We can take a couple lessons from these cases. First, it’s clearly not true, as many a cyclist has thought, that if you want to get away with killing someone, wait until they get on a bike and then run them over with your car. This goes especially for half-blind, dope-addled shoplifters (Ms. Thomas was denied parole this past summer).
Second, even if you just knock your cyclist into the hospital, a pair of deep pockets can certainly make the difference as to where you bunk down for the foreseeable future. Ain’t no 400-thread-count Egyptian cotton sheets in the graybar hotel, podnuh. And when it comes to restitution, well, a guy who manages a billion smacks worth of other people’s money can take a pretty solid licking and keep right on ticking.
Remember your Plutarch. In his “Lives,” writing of the Athenian statesman Solon, Plutarch said the philosopher Anacharsis “laughed at him for imagining the dishonesty and covetousness of his countrymen could be restrained by written laws, which were like spiders’ webs, and would catch, it is true, the weak and poor, but easily be broken by the mighty and rich.”
But hey, who knows? There may be a silver lining lurking somewhere in these bleak judicial clouds.

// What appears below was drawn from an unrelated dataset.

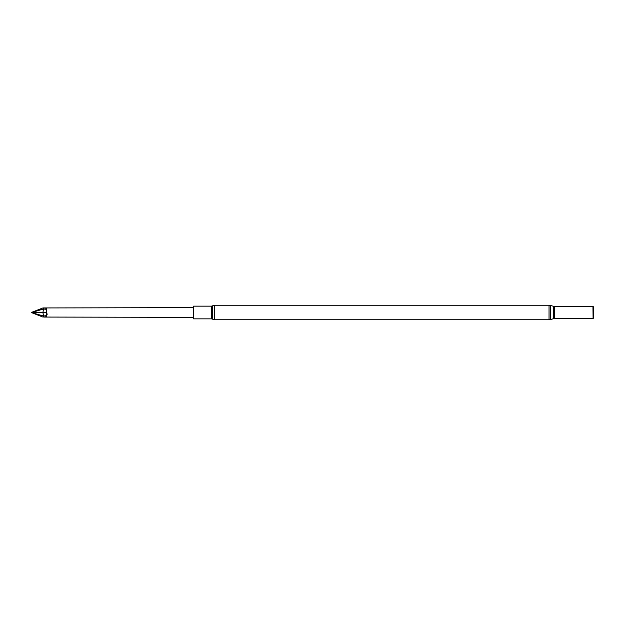 <?xml version="1.0" encoding="UTF-8"?>
<svg xmlns="http://www.w3.org/2000/svg" width="625" height="625" viewBox="0 0 625 625"><rect width="100%" height="100%" fill="white"/><g stroke="black" fill="none" stroke-linecap="round" stroke-linejoin="round"><path stroke-width="0.94" d="M592.945 306.422L593.102 318.664L593.102 306.336L554.445 306.422L554.445 318.578L592.945 318.578M593.102 306.336L593.75 307.461L593.75 317.539L593.102 318.664M211.539 306.156L193.508 306.156L193.508 318.844L211.539 318.844L211.539 306.156L212.578 305.82L212.578 319.18L211.539 318.844M46.703 315.617L43.508 316.023L43.719 317.062C45.656 316.977 46.656 316.5 46.703 315.617L46.703 309.383C46.656 308.5 45.656 308.023 43.719 307.938L193.508 307.633M43.719 307.938L42.938 307.938L43.719 307.938L43.508 308.977L46.703 309.383M43.719 317.062L193.508 317.367M46.906 313.227L47.133 314.516M46.508 312.5L31.734 312.5L43.508 308.977M43.523 316.039L42.93 312.5L43.523 308.961M43.508 316.023L31.25 312.5L42.938 317.062M42.938 307.938L31.25 312.5M549.039 305.25L214.375 305.25L214.375 319.75L549.039 319.75L550.5 319.547L550.5 305.453L549.039 305.25L549.039 319.75M550.5 305.453L553.469 306.289L553.469 318.711L550.5 319.547M553.469 306.289L554.445 306.422M553.469 318.711L554.445 318.578M214.375 305.25L212.578 305.82M214.375 319.75L212.578 319.18"/></g></svg>

Given the dire state of our economy, the resurgence of the Republican right and the predilection of rich folks for smashing up things and creatures and retreating back into their money, I expect that before much longer we’ll see legislation permitting wayward wealthies like Erzinger to hire down-and-outers to serve their sentences for them, much as their spiritual ancestors in both North and South employed the less fortunate to serve in their stead during the Civil War.
Such an arrangement will be the fairest of stimulus packages. It will leave the rich free to continue being rich while giving the plebes three hots and a cot.
And the refrain will be not, “Brother, can you spare a dime?” but rather, “Brother, can you serve my time?”